Am normally the only one but it really doesn't bother me and I would be truly surprised if anyone said anything as it isn't scruffy as it matches my jacket.


----------



## joe_carby (11 July 2009)

with us they tend to wear them underneath there jacket just to look tidier kids wear it over but doesnt tend to be adults unless they are once in a blue mooners


----------



## spacefaer (11 July 2009)

Personal choice!  When traditional hunting kit developed, protectors were not invented, so correct etiquette doesn't cover them. I would say, if you choose to, then it's up to your personal comfort whether you wear it over or under.  All I would add, make sure it's black or navy to match your coat!!


----------



## combat_claire (13 July 2009)

I wouldn't go to the expense of a new coat just yet until you know whether you are going to carry on hunting. In which case you will probably be getting a thicker coat then you wear to SJ and can then get a larger size to go over protector. 

I have found that our mounted field have a strange attitude towards anything that might be classed as safety gear.
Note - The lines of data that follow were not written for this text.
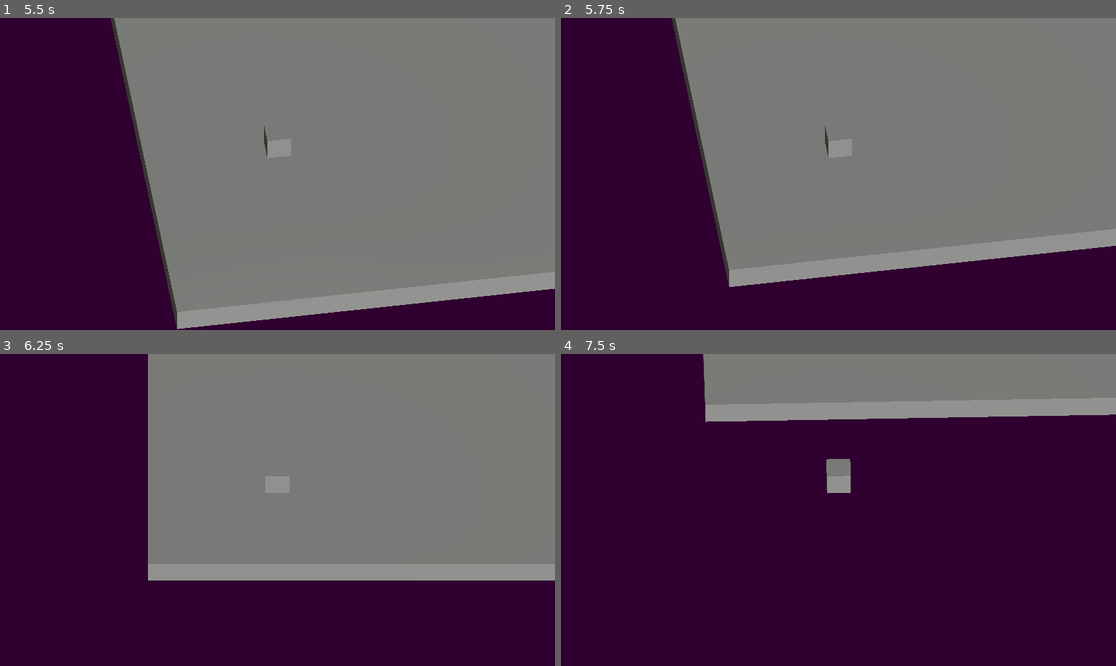
Above: before the commit, frames 1-4 (two rows, left to right).
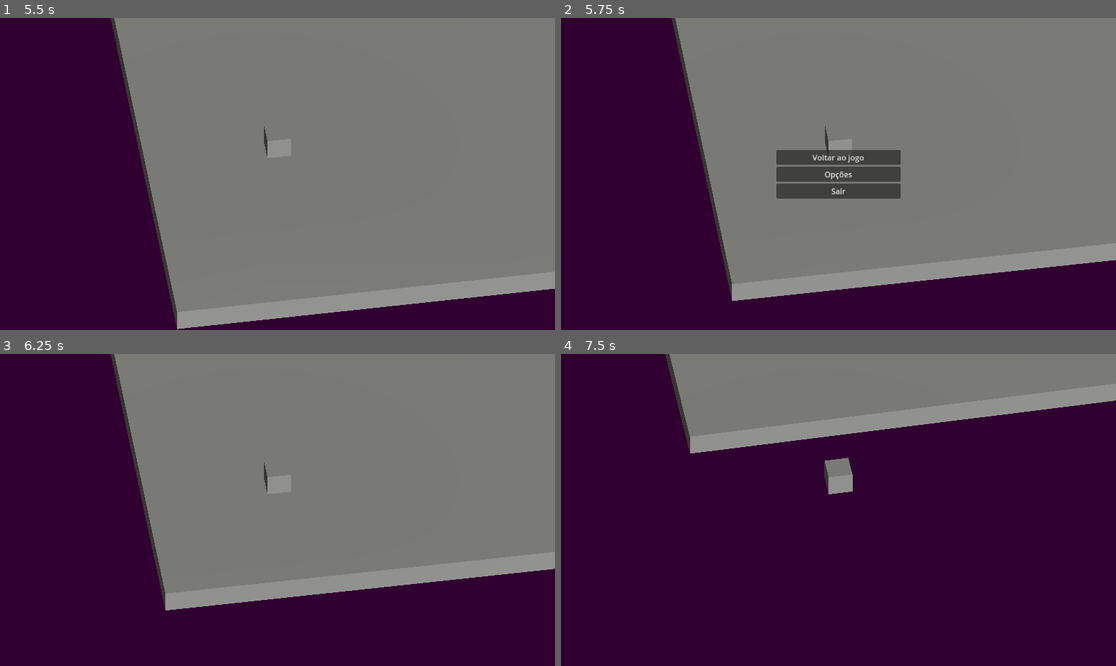
Above: after the commit, the same moments.

Repository: FellowshipOfTheGame/Hotel-Ponte-Negra
Game: Godot game, scene res://scenes/menus/menuPrincipal.tscn
Two runs of this game, one before a commit and one after it. Both use one fixed random seed, a clock stepped at 60 frames per second and the inputs below.
Inputs (mouse positions are in pixels of both pictures, inside the frame that each line leads up to):
- Up to frame 1 (5.5 s): click "Opções" at 0.5 s; click "Jogar" at 1.25 s; tap Enter at 2, 3.5, 5 s; move the mouse to (305, 174) at 2.02 s; hold Up (ui_up) from 2.03 s (still down); tap Space at 2.75, 4.25 s; move the mouse to (249, 174) at 2.77 s; move the mouse to (288, 167) at 3.52 s; move the mouse to (271, 180) at 4.27 s; move the mouse to (316, 177) at 5.02 s
- Up to frame 2 (5.75 s): keep holding Up (ui_up); tap Escape (ui_cancel) at 5.65 s
- Up to frame 3 (6.25 s): release Up (ui_up) at 5.75 s; click (277, 494) at 5.75 s, where only the run after the commit has a clickable "Voltar ao jogo"
- Up to frame 4 (7.5 s): tap Space at 6.5 s; move the mouse to (794, 506) at 6.52 s; hold Up (ui_up) from 6.53 s (still down); move the mouse to (844, 510) at 7.27 s

Frame 1 is identical in both runs. In frame 2, 6.4% of the frame differs, in the area x 30-100%, y 42-91%; in frame 3, 5.2%; in frame 4, 4.6%.

Commit message:
menu de pausa

Diff:
--- a/scenes/base.tscn
+++ b/scenes/base.tscn
@@ -1,6 +1,8 @@
-[gd_scene load_steps=3 format=3 uid="uid://bbwpri8lubdq6"]
+[gd_scene load_steps=5 format=3 uid="uid://bbwpri8lubdq6"]
 
+[ext_resource type="Script" uid="uid://cmqntwm37cob6" path="res://scripts/base.gd" id="1_baglu"]
 [ext_resource type="PackedScene" uid="uid://csmmjcndfe1ns" path="res://scenes/characters/player/player.tscn" id="1_pvqg0"]
+[ext_resource type="PackedScene" uid="uid://b13kmc0a4s1nf" path="res://scenes/menus/menuPausa.tscn" id="3_t45w4"]
 
 [sub_resource type="Environment" id="Environment_pvqg0"]
 background_mode = 1
@@ -9,6 +11,7 @@
 ambient_light_color = Color(0.41278, 0.429387, 0.366938, 1)
 
 [node name="Node3D" type="Node3D"]
+script = ExtResource("1_baglu")
 
 [node name="Node3D" parent="." instance=ExtResource("1_pvqg0")]
 transform = Transform3D(1, 0, 0, 0, 1, 0, 0, 0, 1, -19.563103, -0.24095666, -16.720064)
@@ -26,3 +29,6 @@
 
 [node name="WorldEnvironment" type="WorldEnvironment" parent="."]
 environment = SubResource("Environment_pvqg0")
+
+[node name="MenuPausa" parent="." instance=ExtResource("3_t45w4")]
+visible = false
--- /dev/null
+++ b/scenes/menus/menuPausa.tscn
@@ -0,0 +1,48 @@
+[gd_scene load_steps=2 format=3 uid="uid://b13kmc0a4s1nf"]
+
+[ext_resource type="Script" uid="uid://diuqjsxcj3p1h" path="res://scripts/menuPausa.gd" id="1_ghh02"]
+
+[node name="MenuPausa" type="Control"]
+process_mode = 2
+layout_mode = 3
+anchors_preset = 15
+anchor_right = 1.0
+anchor_bottom = 1.0
+grow_horizontal = 2
+grow_vertical = 2
+focus_mode = 2
+script = ExtResource("1_ghh02")
+
+[node name="Container" type="VBoxContainer" parent="."]
+layout_mode = 1
+anchors_preset = 8
+anchor_left = 0.5
+anchor_top = 0.5
+anchor_right = 0.5
+anchor_bottom = 0.5
+offset_left = -129.0
+offset_top = -50.5
+offset_right = 129.0
+offset_bottom = 50.5
+grow_horizontal = 2
+grow_vertical = 2
+alignment = 1
+
+[node name="Voltar ao jogo" type="Button" parent="Container"]
+layout_mode = 2
+focus_neighbor_bottom = NodePath("../Opcoes")
+text = "Voltar ao jogo"
+
+[node name="Opcoes" type="Button" parent="Container"]
+layout_mode = 2
+focus_neighbor_top = NodePath("../Voltar ao jogo")
+focus_neighbor_bottom = NodePath("../Sair")
+text = "Opções"
+
+[node name="Sair" type="Button" parent="Container"]
+layout_mode = 2
+focus_neighbor_top = NodePath("../Opcoes")
+text = "Sair"
+
+[connection signal="pressed" from="Container/Voltar ao jogo" to="." method="_on_jogar_pressed"]
+[connection signal="pressed" from="Container/Sair" to="." method="_on_sair_pressed"]
--- /dev/null
+++ b/scripts/base.gd
@@ -0,0 +1,7 @@
+extends Node3D
+
+func _input(event: InputEvent):
+	if event.is_action_pressed("ui_cancel"):
+		Input.set_mouse_mode(Input.MOUSE_MODE_VISIBLE)
+		get_tree().paused=true
+		$MenuPausa.visible=true
--- /dev/null
+++ b/scripts/menuPausa.gd
@@ -0,0 +1,13 @@
+extends Control
+
+
+func _on_jogar_pressed() -> void:
+	get_tree().paused=false
+	self.visible=false
+	Input.set_mouse_mode(Input.MOUSE_MODE_CAPTURED)
+
+
+
+func _on_sair_pressed() -> void:
+	get_tree().paused=false
+	get_tree().change_scene_to_file("res://scenes/menus/menuPrincipal.tscn")
Not shown, added: scripts/base.gd.uid
Not shown, added: scripts/menuPausa.gd.uid

Many of them cling to their Patey hats because they look nicer than a Charles Owen and won't wear a body protector even after a crashing fall has nearly killed them. I got the piss ripped out of me for wearing a cycle helmet, but I don't care I like being alive and I'd for now I'd quite like to stay that way!


----------



## spacefaer (13 July 2009)

I wouldn't go to the expense of a new coat just yet until you know whether you are going to carry on hunting. In which case you will probably be getting a thicker coat then you wear to SJ and can then get a larger size to go over protector. 

I have found that our mounted field have a strange attitude towards anything that might be classed as safety gear. Many of them cling to their Patey hats because they look nicer than a Charles Owen and won't wear a body protector even after a crashing fall has nearly killed them. I got the piss ripped out of me for wearing a cycle helmet, but I don't care I like being alive and I'd for now I'd quite like to stay that way!
		
Click to expand...

Just a passing comment - I was wearing my brand new Charles Owen crash hat last January when my horse left a leg over a post and rail stile, I  came off, rolled and the hat slipped forward and broke my nose.  One week later, my OH tackled a rather too large hedge, horse and rider hit the deck, his Patey stayed on - didn't break his nose, didn't come off, and he got up fine and carried on.
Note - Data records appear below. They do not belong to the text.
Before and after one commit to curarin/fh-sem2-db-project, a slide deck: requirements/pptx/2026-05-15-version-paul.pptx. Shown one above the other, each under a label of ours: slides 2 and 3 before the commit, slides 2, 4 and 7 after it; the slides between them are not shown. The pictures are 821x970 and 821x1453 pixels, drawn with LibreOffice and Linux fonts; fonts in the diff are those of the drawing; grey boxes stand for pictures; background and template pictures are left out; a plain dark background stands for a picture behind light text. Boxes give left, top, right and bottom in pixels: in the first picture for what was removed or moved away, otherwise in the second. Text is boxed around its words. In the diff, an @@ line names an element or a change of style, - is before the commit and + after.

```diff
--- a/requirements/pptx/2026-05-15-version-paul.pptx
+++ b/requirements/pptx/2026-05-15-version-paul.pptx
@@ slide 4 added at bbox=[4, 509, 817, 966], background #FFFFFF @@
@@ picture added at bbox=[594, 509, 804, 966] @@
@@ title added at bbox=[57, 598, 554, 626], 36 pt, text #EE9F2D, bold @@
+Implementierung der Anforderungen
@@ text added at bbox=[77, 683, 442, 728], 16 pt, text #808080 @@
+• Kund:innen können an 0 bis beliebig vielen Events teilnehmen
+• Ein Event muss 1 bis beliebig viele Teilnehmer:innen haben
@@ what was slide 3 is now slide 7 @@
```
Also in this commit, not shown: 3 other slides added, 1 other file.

I totally accept the argument for "safer" riding kit - just pointing out it doesn't always work. I would never hunt in my back protector - when I consider the number of seconds I spend jumping vs the numbers of hours I spend not jumping - the benefit to me far outweighs the risk. I hunt "properly" - near the front, big jumping pack - and in 27 yrs, I have broken my nose once and my cheekbone once.  I've been far more damaged eventing - and that with a body protector on!

It is totally personal choice what kit you wear - I'm just glad we still get to make the choice and still get to go out


----------



## combat_claire (13 July 2009)

I have also seen some horrendous damage to approved safety caps, which left me in no doubt that had the person wearing it been wearing a Patey they'd have been pushing up daisies. One of those was kicked in the head as their horse scrambled to its feet after a fall. I've also seen supposedly fitted Pateys fall off in a tumble, leaving the people very concussed and talking gibberish (though some might argue that there was no difference from the un-concussed chat). While another bloke I know survived an unprotected fall where he broke his back, but now as he approaches retirement his back is literally crumbling and he has been told there is nothing they can do for him except treat the pain. 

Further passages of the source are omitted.